The PQ has been in power before without submitting a referendum; I think it's foolish to assume that a PQ win automatically translates to another referendum.

If the PQ wins they have pledged to test the waters for support for a referendum. If that test reveals that such a referendum is likely to pass, they'd submit the referendum. If it doesn't they won't.

However, stock markets don't function on logic.


----------



## Nemo2 (Mar 1, 2012)

JimmyAAA said:


> Can we only answer the thread question please. If I wanted a political blog, I'd read one.


OK then, I'd speculate that Quebec separation would cause the TSX to immediately plunge, as domestic and international investors would yank their money out for fear of an overall Canadian political collapse, (politics cannot be avoided).

Further complications would emerge over quite justified concerns that a separate Quebec would renege on its share of the national debt, since the sentiment there, (contrary to the reality), is that Quebec is a net contributor rather than a taker.

Creditors might also take the position that they loaned money to 'Canada' not to 'The People's Socialist Republic of Quebec', and demand repayment from 'Canada'.

Quebec separation doesn't (immediately) bode well for the TSX.

But, as Brad notes, PQ election & separation are not necessarily synonymous.


----------



## humble_pie (Jun 7, 2009)

*vu de l'intérieure*

.

c'mon guys. The dollar might have a little frisson. We're not going to separate.


----------



## Toronto.gal (Jan 8, 2010)

JimmyAAA said:


> Can we only answer the thread question please. If I wanted a political blog, I'd read one.


LOL. 

I find it so humorous [to put it politely], how the ones with the least posts/contribution to the forum have the most complaints. :rolleyes2:

Le pays restera uni. :encouragement:


----------



## Belguy (May 24, 2010)

We await the results but, after that, I would like to restate the question as to whether this result would have anything to do with deciding whether to purchase the hedged or unhedged version of the same fund. Markets like political stability which goes hand in hand with economic stability. Also, would the election of a separatist government in Quebec have any immediate affect on the Canadian dollar?


----------



## ddkay (Nov 20, 2010)

The currency will likely plunge along with the TSX and bonds as foreign investors trip over themselves to pull money out of Canada


----------



## brad (May 22, 2009)

ddkay said:


> The currency will likely plunge along with the TSX and bonds as foreign investors trip over themselves to pull money out of Canada


Assuming that market behavior is determined more by fear and ignorance than data and analysis, I'd say this prediction is right on the money.


----------



## humble_pie (Jun 7, 2009)

ddkay said:


> The currency will likely plunge along with the TSX and bonds as foreign investors trip over themselves to pull money out of Canada


??

trip over themselves to pull money out of canada ??

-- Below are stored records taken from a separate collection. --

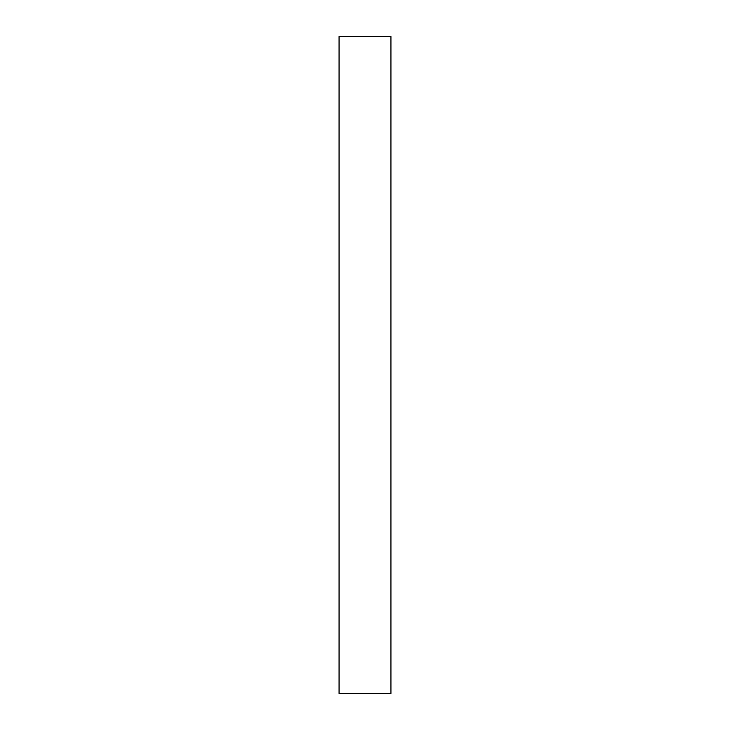<?xml version="1.0" encoding="UTF-8"?>
<svg xmlns="http://www.w3.org/2000/svg" width="730" height="730" viewBox="0 0 730 730"><rect width="100%" height="100%" fill="white"/><g stroke="black" fill="none" stroke-linecap="round" stroke-linejoin="round"><path stroke-width="1.09" d="M390.933 36.5L339.067 36.5L339.067 693.5L390.933 693.5L390.933 36.5"/></g></svg>
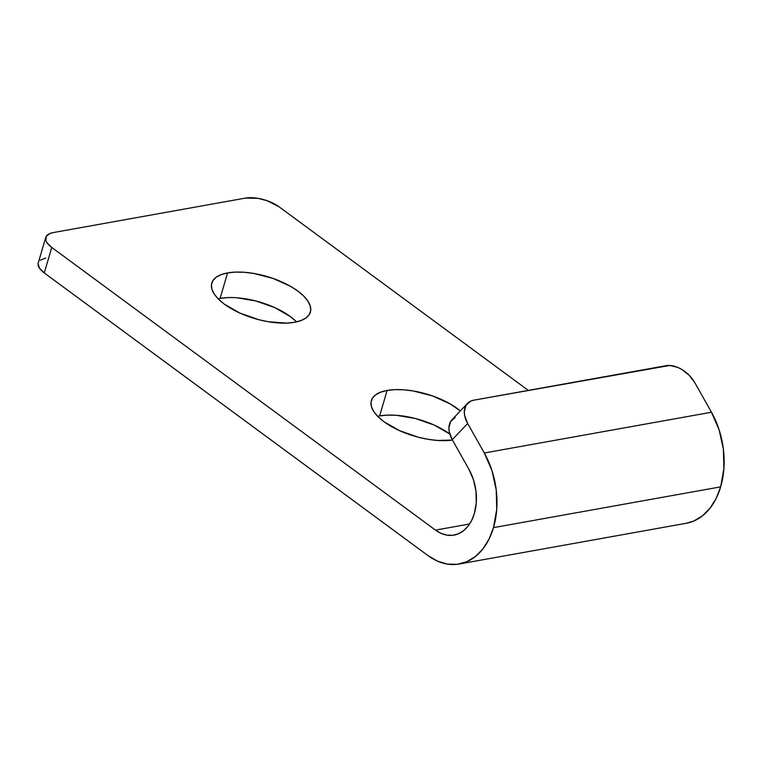 <?xml version="1.0" encoding="UTF-8"?>
<svg xmlns="http://www.w3.org/2000/svg" width="762" height="762" viewBox="0 0 762 762"><rect width="100%" height="100%" fill="white"/><g stroke="black" fill="none" stroke-linecap="round" stroke-linejoin="round"><path stroke-width="1.14" d="M449.828 434.026L434.216 425.082L415.385 418.5L396.221 415.29L387.429 415.119L379.628 415.928L387.125 390.449A51.397 21.917 -163.6 0 1 460.334 410.909L450.085 403.85L432.53 395.935L413.166 390.944L403.717 389.801L394.935 389.63L387.125 390.449L380.609 392.201L375.637 394.84L372.389 398.259L370.999 402.326L371.504 406.889L373.913 411.766L378.104 416.766L383.943 421.71L399.555 430.654L418.376 437.236L428.111 439.303L437.55 440.446L452.466 440.074A51.397 21.917 -163.6 0 1 396.802 429.358A51.397 21.917 -163.6 0 1 371.332 400.612A51.397 21.917 -163.6 0 1 387.125 390.449L379.628 415.928A51.397 21.917 16.4 0 0 377.666 416.328M227.876 297.59L220.075 298.399L227.571 272.92A51.397 21.917 -163.6 0 1 283.931 282.883A51.397 21.917 -163.6 0 1 310.382 312.106A51.397 21.917 -163.6 0 1 294.589 322.278L301.104 320.516L306.076 317.878L309.324 314.458L310.715 310.391L310.21 305.838L307.8 300.961L303.609 295.951L297.771 291.017L290.532 286.322L272.977 278.406L253.603 273.415L244.164 272.272L235.372 272.101L227.571 272.92L221.056 274.672L216.084 277.311L212.836 280.73L211.436 284.798L211.95 289.36L214.351 294.237L218.551 299.237L224.38 304.181L240.001 313.125L258.823 319.707L268.548 321.774L286.779 323.088L294.589 322.278A51.397 21.917 -163.6 0 1 238.23 312.306A51.397 21.917 -163.6 0 1 211.779 283.083A51.397 21.917 -163.6 0 1 227.571 272.92L220.075 298.399A51.397 21.917 16.4 0 0 218.113 298.799M455.19 417.433L450.58 421.567L448.894 427.996L449.247 431.768L452.257 439.712L468.897 469.249A42.834 29.48 79.8 0 1 474.355 513.512A42.834 29.48 79.8 0 1 454 535.105A42.834 29.48 79.8 0 1 435.493 530.114L51.768 247.46L46.987 242.716L45.844 240.401L46.263 236.287L50.178 233.401L53.283 232.572L245.497 198.082L257.899 198.32L267.119 200.701L278.93 206.702L528.314 390.401L278.93 206.702A24.47 10.439 -163.6 0 0 245.497 198.082L53.283 232.572A24.47 10.439 -163.6 0 0 45.758 237.411A24.47 10.439 -163.6 0 0 51.768 247.46L44.263 272.939L39.491 268.205L38.1 263.709M493.5 527.618A72.2 49.701 79.8 0 1 459.181 564.013A72.2 49.701 79.8 0 1 427.996 555.593L44.263 272.939L427.996 555.593L437.531 561.156L447.408 564.099L457.248 564.299L466.677 561.765L475.326 556.584L482.86 548.954L489.004 539.172L493.5 527.618L720.662 486.861L493.5 527.618L496.738 509.349L496.214 489.852L491.957 470.583L484.308 452.99L711.47 412.242L694.82 382.705L689.153 375.237L681.676 369.38L677.618 367.351L669.627 365.474L473.783 400.183L665.998 365.703A24.47 15.84 -136.5 0 1 694.82 382.705L711.47 412.242L484.308 452.99A72.2 49.701 79.8 0 1 493.5 527.618M459.181 564.013L686.343 523.256A72.2 49.701 -100.2 0 0 720.662 486.861A72.2 49.701 -100.2 0 0 711.47 412.242L719.118 429.835L723.376 449.104L723.9 468.592L720.662 486.861L716.166 498.424L710.022 508.206L702.488 515.826L693.839 521.008L686.2 523.284M467.373 403.489L451.971 419.738A24.47 15.84 43.5 0 0 452.257 439.712L467.658 423.462A24.47 15.84 -136.5 0 1 467.373 403.489A24.47 15.84 -136.5 0 1 473.783 400.183L470.592 401.183L465.992 405.317L464.296 411.737L464.649 415.509L467.658 423.462L484.308 452.99L467.658 423.462L452.257 439.712L468.897 469.249L473.44 479.679L475.964 491.109L476.279 502.672L474.355 513.512L471.688 520.37L468.039 526.171L463.572 530.695L458.438 533.771L452.847 535.276L447.008 535.153L441.15 533.41L435.493 530.114L469.611 523.989L435.493 530.114L51.768 247.46L44.263 272.939A24.47 10.439 16.4 0 1 38.262 262.9L45.758 237.411M40.31 260.147L45.787 258.051M296.104 321.44L290.274 316.497L274.663 307.553L255.832 300.971L236.668 297.761M296.542 321.878A51.397 21.917 16.4 0 0 220.075 298.399M449.79 433.997A51.397 21.917 16.4 0 0 379.628 415.928"/></g></svg>
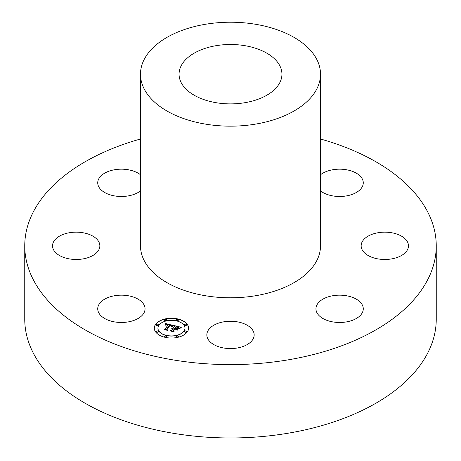 <?xml version="1.0" encoding="UTF-8"?>
<svg xmlns="http://www.w3.org/2000/svg" width="461" height="461" viewBox="0 0 461 461"><rect width="100%" height="100%" fill="white"/><g stroke="black" fill="none" stroke-linecap="round" stroke-linejoin="round"><path stroke-width="0.69" d="M114.726 321.928A23.661 13.663 180 0 1 97.726 308.824A23.661 13.663 180 0 1 128.049 295.714A23.661 13.663 180 0 1 145.048 308.824A23.661 13.663 180 0 1 114.726 321.928M320.516 139.009A205.75 118.788 180 0 1 436.25 245.822A205.75 118.788 180 0 1 288.425 359.805A205.75 118.788 180 0 1 24.75 245.822A205.75 118.788 180 0 1 140.484 139.009M320.516 74.192L320.516 245.822A90.016 51.972 180 0 1 255.843 295.691A90.016 51.972 180 0 1 140.484 245.822L140.484 74.192A90.016 51.972 180 0 1 205.157 24.324A90.016 51.972 180 0 1 320.516 74.192A90.016 51.972 180 0 1 255.843 124.061A90.016 51.972 180 0 1 140.484 74.192M55.424 252.374A23.661 13.663 180 0 1 52.531 245.822A23.661 13.663 180 0 1 70.337 232.586A23.661 13.663 180 0 1 96.954 239.276A23.661 13.663 180 0 1 99.853 245.822A23.661 13.663 180 0 1 82.041 259.059A23.661 13.663 180 0 1 55.424 252.374M140.484 190.894A23.661 13.663 180 0 1 114.04 195.816A23.661 13.663 180 0 1 97.726 182.827A23.661 13.663 180 0 1 98.683 178.983A23.661 13.663 180 0 1 117.313 169.371A23.661 13.663 180 0 1 140.484 174.765M320.516 174.765A23.661 13.663 180 0 1 346.274 169.723A23.661 13.663 180 0 1 363.274 182.827A23.661 13.663 180 0 1 332.951 195.937A23.661 13.663 180 0 1 320.516 190.894M405.576 239.276A23.661 13.663 180 0 1 408.469 245.822A23.661 13.663 180 0 1 390.663 259.059A23.661 13.663 180 0 1 364.046 252.374A23.661 13.663 180 0 1 361.147 245.822A23.661 13.663 180 0 1 378.959 232.586A23.661 13.663 180 0 1 405.576 239.276M362.317 312.667A23.661 13.663 180 0 1 336.248 322.343A23.661 13.663 180 0 1 315.952 308.824A23.661 13.663 180 0 1 316.909 304.975A23.661 13.663 180 0 1 342.978 295.299A23.661 13.663 180 0 1 363.274 308.824A23.661 13.663 180 0 1 362.317 312.667M241.846 346.903A23.661 13.663 180 0 1 206.839 334.917A23.661 13.663 180 0 1 219.154 322.925A23.661 13.663 180 0 1 254.161 334.917A23.661 13.663 180 0 1 241.846 346.903M187.287 331.92A17.143 9.9 0 0 0 188.595 328.134A17.143 9.9 0 0 0 174.794 318.424A17.143 9.9 0 0 0 155.605 324.348A17.143 9.9 0 0 0 154.302 328.134A17.143 9.9 0 0 0 168.104 337.844A17.143 9.9 0 0 0 187.287 331.92M436.25 245.822L436.25 319.179A205.75 118.788 180 0 1 375.986 403.179A205.75 118.788 180 0 1 288.425 433.161A205.75 118.788 180 0 1 85.014 403.179A205.75 118.788 180 0 1 24.75 319.179L24.75 245.822M188.595 328.203A17.143 9.9 0 0 0 174.736 318.557A17.143 9.9 0 0 0 155.605 324.486A17.143 9.9 0 0 0 154.302 328.203M244.981 102.688A51.436 29.694 180 0 1 179.064 74.192A51.436 29.694 180 0 1 216.019 45.697A51.436 29.694 180 0 1 281.936 74.192A51.436 29.694 180 0 1 244.981 102.688M157.939 328.203A13.507 7.797 0 0 0 157.939 328.272A13.507 7.797 0 0 0 168.812 335.925A13.507 7.797 0 0 0 183.927 331.257A13.507 7.797 0 0 0 184.959 328.272A13.507 7.797 0 0 0 184.953 328.203M176.281 320.026A1.037 0.599 0 0 0 176.275 320.095A1.037 0.599 0 0 0 177.11 320.689A1.037 0.599 0 0 0 178.274 320.326A1.037 0.599 0 0 0 178.355 320.095A1.037 0.599 0 0 0 178.344 320.026M184.579 331.592A1.037 0.599 0 0 0 184.567 331.661A1.037 0.599 0 0 0 185.408 332.248A1.037 0.599 0 0 0 186.567 331.891A1.037 0.599 0 0 0 186.647 331.661A1.037 0.599 0 0 0 186.642 331.592M184.579 324.815A1.037 0.599 0 0 0 184.567 324.89A1.037 0.599 0 0 0 185.408 325.478A1.037 0.599 0 0 0 186.567 325.114A1.037 0.599 0 0 0 186.647 324.89A1.037 0.599 0 0 0 186.642 324.815M164.548 336.38A1.037 0.599 0 0 0 164.542 336.449A1.037 0.599 0 0 0 165.378 337.037A1.037 0.599 0 0 0 166.542 336.68A1.037 0.599 0 0 0 166.623 336.449A1.037 0.599 0 0 0 166.617 336.38M176.281 336.38A1.037 0.599 0 0 0 176.275 336.449A1.037 0.599 0 0 0 177.11 337.037A1.037 0.599 0 0 0 178.274 336.68A1.037 0.599 0 0 0 178.355 336.449A1.037 0.599 0 0 0 178.344 336.38M156.256 324.815A1.037 0.599 0 0 0 156.25 324.89A1.037 0.599 0 0 0 157.086 325.478A1.037 0.599 0 0 0 158.25 325.114A1.037 0.599 0 0 0 158.325 324.89A1.037 0.599 0 0 0 158.319 324.815M164.548 320.026A1.037 0.599 0 0 0 164.542 320.095A1.037 0.599 0 0 0 165.378 320.689A1.037 0.599 0 0 0 166.542 320.326A1.037 0.599 0 0 0 166.623 320.095A1.037 0.599 0 0 0 166.617 320.026M156.256 331.592A1.037 0.599 0 0 0 156.25 331.661A1.037 0.599 0 0 0 157.086 332.248A1.037 0.599 0 0 0 158.25 331.891A1.037 0.599 0 0 0 158.325 331.661A1.037 0.599 0 0 0 158.319 331.592M158.97 325.149A13.507 7.797 0 0 0 157.939 328.134A13.507 7.797 0 0 0 168.812 335.781A13.507 7.797 0 0 0 183.927 331.119A13.507 7.797 0 0 0 184.959 328.134A13.507 7.797 0 0 0 174.085 320.481A13.507 7.797 0 0 0 158.97 325.149M176.356 319.727A1.037 0.599 0 0 0 176.275 319.957A1.037 0.599 0 0 0 177.11 320.545A1.037 0.599 0 0 0 178.274 320.188A1.037 0.599 0 0 0 178.355 319.957A1.037 0.599 0 0 0 177.514 319.369A1.037 0.599 0 0 0 176.356 319.727M184.648 331.292A1.037 0.599 0 0 0 184.567 331.522A1.037 0.599 0 0 0 185.408 332.11A1.037 0.599 0 0 0 186.567 331.747A1.037 0.599 0 0 0 186.647 331.522A1.037 0.599 0 0 0 185.812 330.929A1.037 0.599 0 0 0 184.648 331.292M184.648 324.515A1.037 0.599 0 0 0 184.567 324.746A1.037 0.599 0 0 0 185.408 325.333A1.037 0.599 0 0 0 186.567 324.976A1.037 0.599 0 0 0 186.647 324.746A1.037 0.599 0 0 0 185.812 324.158A1.037 0.599 0 0 0 184.648 324.515M164.623 336.081A1.037 0.599 0 0 0 164.542 336.311A1.037 0.599 0 0 0 165.378 336.899A1.037 0.599 0 0 0 166.542 336.536A1.037 0.599 0 0 0 166.623 336.311A1.037 0.599 0 0 0 165.787 335.723A1.037 0.599 0 0 0 164.623 336.081M176.356 336.081A1.037 0.599 0 0 0 176.275 336.311A1.037 0.599 0 0 0 177.11 336.899A1.037 0.599 0 0 0 178.274 336.536A1.037 0.599 0 0 0 178.355 336.311A1.037 0.599 0 0 0 177.514 335.723A1.037 0.599 0 0 0 176.356 336.081M158.25 324.976A1.037 0.599 0 0 0 158.325 324.746A1.037 0.599 0 0 0 157.489 324.158A1.037 0.599 0 0 0 156.325 324.515A1.037 0.599 0 0 0 156.25 324.746A1.037 0.599 0 0 0 157.086 325.333A1.037 0.599 0 0 0 158.25 324.976M166.542 320.188A1.037 0.599 0 0 0 166.623 319.957A1.037 0.599 0 0 0 165.787 319.369A1.037 0.599 0 0 0 164.623 319.727A1.037 0.599 0 0 0 164.542 319.957A1.037 0.599 0 0 0 165.378 320.545A1.037 0.599 0 0 0 166.542 320.188M158.25 331.747A1.037 0.599 0 0 0 158.325 331.522A1.037 0.599 0 0 0 157.489 330.929A1.037 0.599 0 0 0 156.325 331.292A1.037 0.599 0 0 0 156.25 331.522A1.037 0.599 0 0 0 157.086 332.11A1.037 0.599 0 0 0 158.25 331.747M173.324 325.443L165.096 323.455L165.211 324.936L166.265 324.308L168.248 324.613L166.45 324.584L165.464 325.149L166.496 324.694L168.029 324.913L165.176 328.889L163.874 329.125L167.038 329.88L166.53 329.252L169.723 324.936L171.244 325.414L171.544 326.371L173.324 325.443M173.52 325.806L171.676 326.601L173.52 325.806M171.302 325.737L169.832 325.212L166.847 329.379L167.337 330.209L164.104 329.563L167.637 330.41L167.078 329.396L169.971 325.38L170.726 325.575M181.236 327.27L174.051 325.552L174.615 326.29L173.405 327.978L171.63 328.215L173.169 328.313L171.78 328.503L172.956 328.607L171.723 330.324L170.218 330.577L173.618 331.39L173.106 330.658L174.552 328.641L176.137 329.021L176.822 329.967L178.027 328.29L176.43 328.699L175.387 328.451L176.494 326.907L178.983 327.852L178.436 327.304L176.396 326.757L175.215 328.411L174.794 328.307L176.131 326.44L178.684 327.172L179.243 328.197L181.236 327.27M181.306 327.725L179.358 328.474L181.306 327.725M177.191 330.278L178.292 328.445L177.191 330.278M174.903 329.119L176.327 329.459L174.811 328.97L173.469 330.837L173.958 331.793L170.167 330.889L174.27 331.995L173.676 330.831L174.811 329.114L173.515 330.923M173.215 325.489L165.113 323.599M168.248 324.613L165.176 329.027L164.208 329.206M166.167 324.653L165.58 325.178M166.899 329.846L166.53 329.252M171.527 326.002L171.504 326.319M173.538 325.656L171.797 326.665M169.965 325.38L166.894 329.454M167.55 330.387L167.078 329.396M181 327.35L174.183 325.72M174.615 326.29L173.405 328.117L171.838 328.244M173.169 328.313L172.956 328.624M172.956 328.607L171.723 330.468L170.564 330.658M173.503 331.361L173.106 330.658M177.9 328.463L176.43 328.843L175.387 328.451M176.488 326.918L175.215 328.549L174.794 328.307M180.994 327.829L179.45 328.549M178.367 328.641L177.116 330.22M174.189 331.978L173.676 330.831"/></g></svg>

ya'll having a slow morning in the ROC ??

need a little sensationalism to heat the pot ??

they worry so much in toronto
belguy's probbly gone under his bed
but i thought ddkay was made of sterner stuff


----------



## ddkay (Nov 20, 2010)

Sorry for the doomsday scenario


----------



## Causalien (Apr 4, 2009)

Short Quebec muni debt


----------



## JimmyAAA (Mar 28, 2011)

Toronto.gal said:


> LOL.
> 
> I find it so humorous [to put it politely], how the ones with the least posts/contribution to the forum have the most complaints. :rolleyes2:
> 
> Le pays restera uni. :encouragement:


And if I had not put that post in - do you want to see where this post would have went. It would have no resemblance to an investing post whatsoever. And the mods would have had to step in for sure.


----------



## Eder (Feb 16, 2011)

I've been lately holidaying in Quebec...I see no real separatist momentum here. From Montreal all the way to the tip of Gaspe (Gaspesie as I was corrected by a friendly Francophone) I saw more Canadian flags , a willingness to tolererate my high school French, and a real welcome to this ******* from Alberta.
I don't think La Belle Province will ever go anywhere regardless of unscrupulous politicians and media.


----------



## Ethan (Aug 8, 2010)

In the short term, bond yields would rise and our currency would drop as foreign investors wait to see how things play themselves out.

In the long-term, I'm not sure what would happen as I don't know how separation would work. Can anyone remember the details of the 1995 referendum? I remember Quebec wanted a disproportionate amount of the Canadian military's assets, but of more importance to me what were Quebec's views on the following?

- what happens to the currency? Would we share the dollar and the bank of Canada long-term, or did Quebec intend to establish their own central bank?
- How was the debt to be divided between the 2 countries? On a per-capita basis?
- What effect would this have on Canadian shipping? The port of Montreal is one of the biggest ports in the world, and the Saint Lawrence waterway is a major part of the Canadian economy. I imagine Quebec did not want to share this waterway, rather charge Canadian shippers exorbitant fees for the use of the port and waterways.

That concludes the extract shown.